One of his young boys, who had recently moved to Ståle’s home and had been assumed to have Duchenne’s muscular dystrophy, was clearly different from the other children. I saw him with Amisha, a neurology resident from Children’s Hospital of Philadelphia, and, unfortunately, we really had no history as the boy couldn’t give us any and Ståle had no family members to contact. The boy was unable to walk, but had no pseudohypertrophy of his calves and the majority of his atrophy was in his shoulders and arms. He also had some mild wasting of his temporalis muscles. Given this constellation of findings, it became clear to us that he had either fascio-scapulo-humeral or limb-girdle dystrophy, both of which have a tremendously better overall prognosis than Duchenne’s as they have a normal life span, albeit with significant disability. Still, it was a bit of good news we were able to relay.
Finally, in the midst of our incredibly busy clinic, I found that a patient had been brought in to see us on a stretcher and was promptly placed in the emergency room. Dr. Gabriel had mentioned to me previously that there was a patient he wanted us to see (and appropriately so), who had been in the hospital here in July with presumed encephalitis and wasn’t recovering. Unfortunately, after bringing the patient in, he promptly began with focal seizures that appeared to be epilepsia partialis continua – something that can often be difficult to treat. According to his family, the seizures had begun about a week prior and were essentially occurring on a regular basis. His original presentation was such that he was found unresponsive by his family at home and then had been brought into a local hospital where he remained unresponsive for about another 48 hours before being transferred to FAME. Here, it was clear that he had an encephalitis and underwent an LP and was placed on antibiotics and acyclovir. He eventually had a CT scan showing numerous large early hypodensities in the brain and more specifically, the bilateral temporal lobes, the most common location for injuries that occur in herpes encephalitis.
He had been treated with a 21-day course of oral acyclovir, but had never really woken up.
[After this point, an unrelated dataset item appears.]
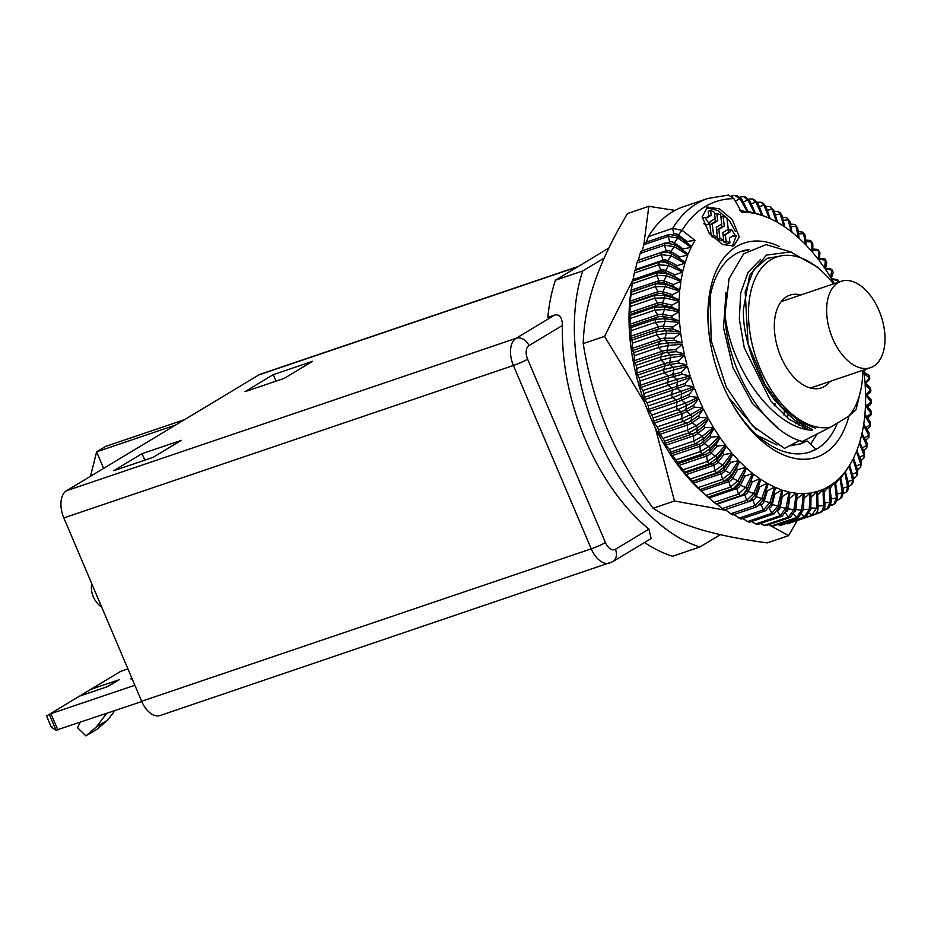 <?xml version="1.0" encoding="UTF-8"?>
<svg xmlns="http://www.w3.org/2000/svg" width="931" height="931" viewBox="0 0 931 931"><rect width="100%" height="100%" fill="white"/><g stroke="black" fill="none" stroke-linecap="round" stroke-linejoin="round"><path stroke-width="1.4" d="M142.036 453.665L113.745 470.702L153.068 457.365L181.347 440.34L142.036 453.665L144.794 460.17M273.283 374.634L245.004 391.672L284.316 378.335L312.607 361.309L273.283 374.634L276.053 381.14M577.627 266.836L258.865 374.914A22.251 13.011 -108.7 0 1 260.366 374.215L578.349 266.406M258.865 374.914L66.508 490.73L516.077 338.302L554.701 315.05C559.531 313.922 562.115 317.378 562.464 325.419A174.434 101.991 -108.7 0 0 648.93 529.134L651.153 538.537L612.621 561.742A11.125 8.949 -121.1 0 0 615.426 549.313A11.125 6.505 -108.7 0 1 605.441 542.54L527.621 359.191A11.125 6.505 -108.7 0 1 528.948 345.599L562.464 325.419M612.621 561.742L160.12 715.52A22.251 13.011 -108.7 0 1 141.663 701.264L63.832 517.915A22.251 13.011 -108.7 0 1 66.508 490.73M608.886 248.018L555.411 280.219A174.434 101.991 71.3 0 0 547.859 317.378L554.701 315.05M175.528 425.083L96.615 451.849L105.669 446.391L184.582 419.637M90.516 476.276L96.615 451.849L103.632 468.374M644.543 542.517A174.434 101.991 71.3 0 0 672.589 556.249L699.937 546.974L720.373 534.673M604.207 258.027L582.759 270.944L555.411 280.219M582.759 270.944A174.434 101.991 71.3 0 0 699.937 546.974M799.636 440.549L784.496 448.381L752.457 425.723L726.25 387.017L711.179 340.606L710.167 296.43M848.7 416.238A89.329 52.229 71.3 0 0 861.187 388.076L856.136 409.547L848.7 416.238L830.65 427.108L802.417 441.445C764.63 432.019 726.238 369.048 724.981 314.41L729.089 278.509L743.671 253.814L766.073 244.609L792.397 252.429M774.895 405.928L775.034 403.577M795.842 423.826L796.831 421.149M783.867 414.935L784.565 410.943M787.335 417.856L788.138 414.307M798.914 425.572L799.938 423.174M773.975 404.88L774.033 403.914M748.384 250.136L741.018 251.498M726.052 292.206L723.503 327.642L732.837 367.419L752.411 403.484L778.537 428.504M760.674 259.307L748.093 272.329L740.692 292.974L739.33 319.03L744.241 347.694L770.554 400.726L789.337 419.416L809.481 430.006C772.579 426.037 730.835 369.072 724.981 314.41M777.048 444.971L757.31 435.394M729.008 398.026L756.379 429.68M833.536 283.897A89.329 52.229 71.3 0 0 821.41 270.781L817.046 266.86L790.489 251.952L766.388 255.117L749.606 275.483L743.52 308.778C741.6 340.793 761.989 386.633 776.512 402.064C788.673 415.226 796.412 422.232 799.752 423.07L811.436 429.04C813.694 430.134 813.042 430.459 809.481 430.006M861.187 388.076A89.329 52.229 71.3 0 0 862.828 370.282M821.41 270.781A89.329 52.229 71.3 0 0 748.687 320.741A89.329 52.229 71.3 0 0 830.65 427.108M797.96 444.681L807.084 440.957L800.567 443.901L789.441 445.844M791.071 445.774L794.422 443.272M809.435 452.163L815.975 449.126L807.084 440.957M810.587 444.18L817.139 434.149M804.756 428.33A106.018 61.981 71.3 0 0 805.373 426.212M732.79 404.904A106.018 61.981 71.3 0 0 810.145 451.931A106.018 61.981 71.3 0 0 837.388 423.058M749.478 249.45A106.018 61.981 71.3 0 0 742.065 251.126A106.018 61.981 71.3 0 0 709.259 335.497M779.619 246.587A113.035 66.089 71.3 0 0 709.108 334.287A113.035 66.089 71.3 0 0 722.747 384.747A113.035 66.089 71.3 0 0 733.407 405.963A113.035 66.089 71.3 0 0 848.932 416.076M632.37 283.699L631.299 290.123A162.413 94.962 71.3 0 0 631.067 292.008L631.311 292.09A166.87 97.557 71.3 0 0 631.043 294.871L630.206 301.132A162.413 94.962 71.3 0 0 630.078 303.087L630.485 303.587A166.87 97.557 71.3 0 0 630.38 306.474L629.74 312.537A162.413 94.962 71.3 0 0 629.728 314.562L630.31 315.469A166.87 97.557 71.3 0 0 630.368 318.437L629.915 324.267A162.413 94.962 71.3 0 0 630.019 326.339L630.799 327.654A166.87 97.557 71.3 0 0 631.02 330.691L630.729 336.254A162.413 94.962 71.3 0 0 630.939 338.372L631.94 340.071A166.87 97.557 71.3 0 0 632.324 343.155L632.184 348.427A162.413 94.962 71.3 0 0 632.51 350.568L633.732 352.64A166.87 97.557 71.3 0 0 634.279 355.747L634.267 360.704A162.413 94.962 71.3 0 0 634.686 362.857L636.164 365.278A166.87 97.557 71.3 0 0 636.862 368.397L636.955 373.017A162.413 94.962 71.3 0 0 637.491 375.17L639.213 377.916A166.87 97.557 71.3 0 0 640.062 381.012L640.237 385.294A162.413 94.962 71.3 0 0 640.877 387.424L642.867 390.473A166.87 97.557 71.3 0 0 643.856 393.545L644.101 397.444A162.413 94.962 71.3 0 0 644.834 399.539L647.103 402.879A166.87 97.557 71.3 0 0 648.232 405.893L648.523 409.396A162.413 94.962 71.3 0 0 649.349 411.455L651.898 415.04A166.87 97.557 71.3 0 0 652.235 415.854A166.87 97.557 71.3 0 0 653.155 417.984L653.457 421.08A162.413 94.962 71.3 0 0 654.377 423.081L682.132 413.678A4.446 0.617 -24.5 0 0 686.659 411.642A427.178 58.862 -24.5 0 0 694.561 407.173L702.754 407.72A265.696 262.554 -178.1 0 0 698.669 398.736A431.6 59.468 -24.5 0 1 686.554 405.625L677.489 409.733A166.87 97.557 -108.7 0 1 676.232 406.789L677.093 402.041L681.725 400.202A427.178 31.887 -21.8 0 0 689.918 396.455L698.087 397.374A265.696 264.427 -161.5 0 0 694.398 388.157A431.6 32.213 -21.8 0 1 681.806 393.929L672.566 397.642A166.87 97.557 -108.7 0 1 671.437 394.628L672.589 390.136L677.291 388.495A427.178 4.713 -19.2 0 0 685.763 385.481L693.874 386.761A265.696 265.184 -119.4 0 0 690.604 377.358A431.6 4.76 -19.2 0 1 677.582 381.989L668.19 385.294A166.87 97.557 -108.7 0 1 667.201 382.234L668.633 378.009L673.392 376.59A427.178 22.484 -16.6 0 1 682.109 374.32L690.139 375.938A265.696 264.811 -66.3 0 0 687.311 366.395A431.6 22.716 -16.6 0 0 673.928 369.875L664.397 372.772A166.87 97.557 -108.7 0 1 663.547 369.665L665.234 365.755L670.064 364.545A427.178 49.552 -13.9 0 1 678.99 363.032L686.915 364.964A265.696 263.322 -43.6 0 0 684.541 355.363A431.6 50.065 -13.9 0 0 670.844 357.667L661.196 360.146A166.87 97.557 -108.7 0 1 660.498 357.027L662.441 353.443A4.446 0.791 -11.2 0 1 667.318 352.442A427.178 76.307 -11.2 0 1 676.406 351.685L684.227 353.92A265.696 260.727 -33.5 0 0 682.318 344.307A431.6 77.098 -11.2 0 0 668.353 345.448L658.613 347.496A166.87 97.557 -108.7 0 1 658.066 344.389L660.254 341.153A4.446 1.071 -8.5 0 1 665.165 340.362A427.178 102.596 -8.5 0 1 674.393 340.362L682.062 342.876A265.696 257.026 -27.6 0 0 680.642 333.31A431.6 103.667 -8.5 0 0 666.48 333.275L656.658 334.904A166.87 97.557 -108.7 0 1 656.285 331.82L658.694 328.957A4.446 1.338 -5.6 0 1 663.628 328.375A427.178 128.257 -5.6 0 1 672.95 329.12L680.468 331.878A265.696 252.254 -23.5 0 0 679.537 322.429A431.6 129.584 -5.6 0 0 665.223 321.23L655.354 322.44A166.87 97.557 -108.7 0 1 655.133 319.403L657.763 316.936A4.446 1.594 -2.7 0 1 662.709 316.552A427.178 153.115 -2.7 0 1 672.089 318.041L679.432 321.02A265.696 246.447 -20.3 0 0 679.002 311.734A431.6 154.709 -2.7 0 0 664.606 309.395L654.702 310.186A166.87 97.557 -108.7 0 1 654.644 307.218L657.472 305.147A4.446 1.839 0.4 0 1 662.43 304.972A427.178 177.041 0.4 0 1 671.81 307.183L678.978 310.36A265.696 239.628 -17.6 0 0 679.048 301.295A431.6 178.868 0.4 0 0 664.629 297.839L654.714 298.223A166.87 97.557 -108.7 0 1 654.819 295.336L657.833 293.684A4.446 2.083 3.7 0 1 662.779 293.707A427.178 199.874 3.7 0 1 672.135 296.617L679.095 299.957A265.696 231.831 -15.3 0 0 679.665 291.17A431.6 201.934 3.7 0 0 665.281 286.632L655.377 286.62A166.87 97.557 -108.7 0 1 655.645 283.839L658.822 282.605A4.446 2.304 7.2 0 1 663.745 282.815A427.178 221.462 7.2 0 1 673.043 286.411L679.781 289.878A265.696 223.126 -13.1 0 0 680.852 281.43A431.6 223.754 7.2 0 0 666.573 275.832L656.704 275.448A166.87 97.557 -108.7 0 1 657.123 272.771L632.789 281.022A166.87 97.557 71.3 0 0 632.37 283.699L656.704 275.448L659.055 280.72A4.446 2.304 7.2 0 1 663.989 280.929A427.178 221.462 7.2 0 1 673.276 284.525L680.852 281.43M702.754 407.72A431.6 59.468 155.5 0 1 690.651 414.598L681.55 418.647L682.132 413.678A162.413 94.962 -108.7 0 1 681.213 411.677A4.446 0.617 -24.5 0 0 685.751 409.64A427.178 58.862 -24.5 0 0 693.642 405.16L698.669 398.736M654.377 423.081L657.216 426.898A166.87 97.557 71.3 0 0 658.601 429.75L682.935 421.499L691.803 416.995A431.6 86.362 -27.2 0 0 703.405 409.046A265.696 259.563 173.7 0 1 707.863 417.728A431.6 86.362 152.8 0 1 696.272 425.676L687.357 430.11L687.648 424.955A4.446 0.884 -27.2 0 0 692.082 422.721A427.178 85.477 -27.2 0 0 699.647 417.554L707.863 417.728M658.601 429.75L658.892 432.426A162.413 94.962 71.3 0 0 659.893 434.37L663.023 438.361A166.87 97.557 71.3 0 0 664.525 441.119L688.859 432.868L697.528 427.992A431.6 112.721 -30 0 0 708.549 418.997A265.696 255.501 168.6 0 1 713.355 427.329A431.6 112.721 150 0 1 702.335 436.325L693.618 441.131L693.618 435.813A4.446 1.164 -30 0 0 697.959 433.392A427.178 111.569 -30 0 0 705.151 427.562L713.355 427.329M664.525 441.119L664.792 443.365A162.413 94.962 71.3 0 0 665.863 445.227L669.284 449.382A166.87 97.557 71.3 0 0 670.89 452.012L695.224 443.761L703.673 438.536A431.6 138.382 -32.8 0 0 714.1 428.539A265.696 250.358 164.8 0 1 719.221 436.476A431.6 138.382 147.2 0 1 708.794 446.461L700.31 451.628L700.007 446.182A4.446 1.42 -32.8 0 0 704.243 443.587A427.178 136.962 -32.8 0 0 711.04 437.105L719.221 436.476M670.89 452.012L671.111 453.828A162.413 94.962 71.3 0 0 672.252 455.596L675.976 459.879A166.87 97.557 71.3 0 0 677.675 462.37L702.009 454.119L710.225 448.556A431.6 163.193 -35.8 0 0 720.012 437.628A265.696 244.19 161.9 0 1 725.412 445.099A431.6 163.193 144.2 0 1 715.625 456.027L707.362 461.532L706.78 456.004A4.446 1.676 -35.8 0 0 710.9 453.234A427.178 161.517 -35.8 0 0 717.277 446.147L725.412 445.099M677.675 462.37L677.815 463.743A162.413 94.962 71.3 0 0 679.025 465.407L683.028 469.783A166.87 97.557 71.3 0 0 684.82 472.122L709.154 463.871L717.126 457.994A431.6 186.991 -39 0 0 726.238 446.182A265.696 237.033 159.3 0 1 731.882 453.164A431.6 186.991 141 0 1 722.782 464.965L714.764 470.795L713.891 465.197A4.446 1.932 -39 0 0 717.882 462.276A427.178 185.083 -39 0 0 723.829 454.619L731.882 453.164M684.82 472.122L684.867 473.053A162.413 94.962 71.3 0 0 686.135 474.612L690.418 479.046A166.87 97.557 71.3 0 0 692.292 481.211L716.626 472.971L724.341 466.792A431.6 209.65 -42.3 0 0 732.744 454.165A265.696 228.921 157.1 0 1 738.609 460.601A431.6 209.65 137.7 0 1 730.207 473.227L722.444 479.349L721.281 473.739A4.446 2.165 -42.3 0 0 725.156 470.667A427.178 207.497 -42.3 0 0 730.649 462.474L738.609 460.601M692.292 481.211L692.222 481.711A162.413 94.962 71.3 0 0 693.537 483.142L698.11 487.6A166.87 97.557 71.3 0 0 700.031 489.59L724.365 481.339L731.824 474.891A431.6 231.004 -45.9 0 0 739.505 461.52A265.696 219.914 155 0 1 745.545 467.374A431.6 231.004 134.1 0 1 737.864 480.757L730.358 487.146L728.938 481.548A4.446 2.374 -45.9 0 0 732.674 478.336A427.178 228.63 -45.9 0 0 737.701 469.666L745.545 467.374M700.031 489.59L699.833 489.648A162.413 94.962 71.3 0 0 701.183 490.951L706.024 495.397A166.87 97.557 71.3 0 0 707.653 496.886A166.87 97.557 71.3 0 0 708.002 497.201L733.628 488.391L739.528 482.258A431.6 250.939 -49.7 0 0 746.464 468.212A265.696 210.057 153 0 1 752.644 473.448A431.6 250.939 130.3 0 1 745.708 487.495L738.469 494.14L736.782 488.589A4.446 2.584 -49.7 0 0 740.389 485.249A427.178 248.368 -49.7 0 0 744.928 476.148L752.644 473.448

He had also been placed on carbamazepine for his seizures, but at a relatively low dose considering the injuries to his brain and his propensity to have seizures for the rest of his life. As he lay on the emergency room gurney, unresponsive with continuous jerking of his left face, arm and leg, his family stood by patiently awaiting our input and whether we had anything at all to offer their 28-year-old family member. There was no issue with handling the seizure part of the equation, but having our very own infectious disease specialist here was certainly a blessing. We have no confirmatory tests here such as a PCR on the spinal fluid, so the diagnosis would be based on the clinical features that were quite suspicious for HSV encephalitis with treatment that had been delayed by at least several days. Herpes simplex encephalitis is something that must be treated immediately upon consideration of the diagnosis, as the virus rapidly multiplies and the damage it causes becomes more extensive. It is also irreversible once it occurs. The mortality rate for HSV encephalitis can be very high even when treated and the morbidity is great with chronic seizures and very common severe cognitive deficits.
We had to tell the family that he would not recover any of his function and would almost unquestionably remain unresponsive if he did not succumb to some complication. Yet, we could possibly improve his seizures by increasing his carbamazepine and, if that did not work, we could add phenobarbital later.
Our other patients were the typical mix of epilepsy, Parkinson’s disease, headaches, and back pain, to name but a few. Thankfully, we had no plans for the night as we had seen a total of 42 patients – the largest number we had seen in a single day.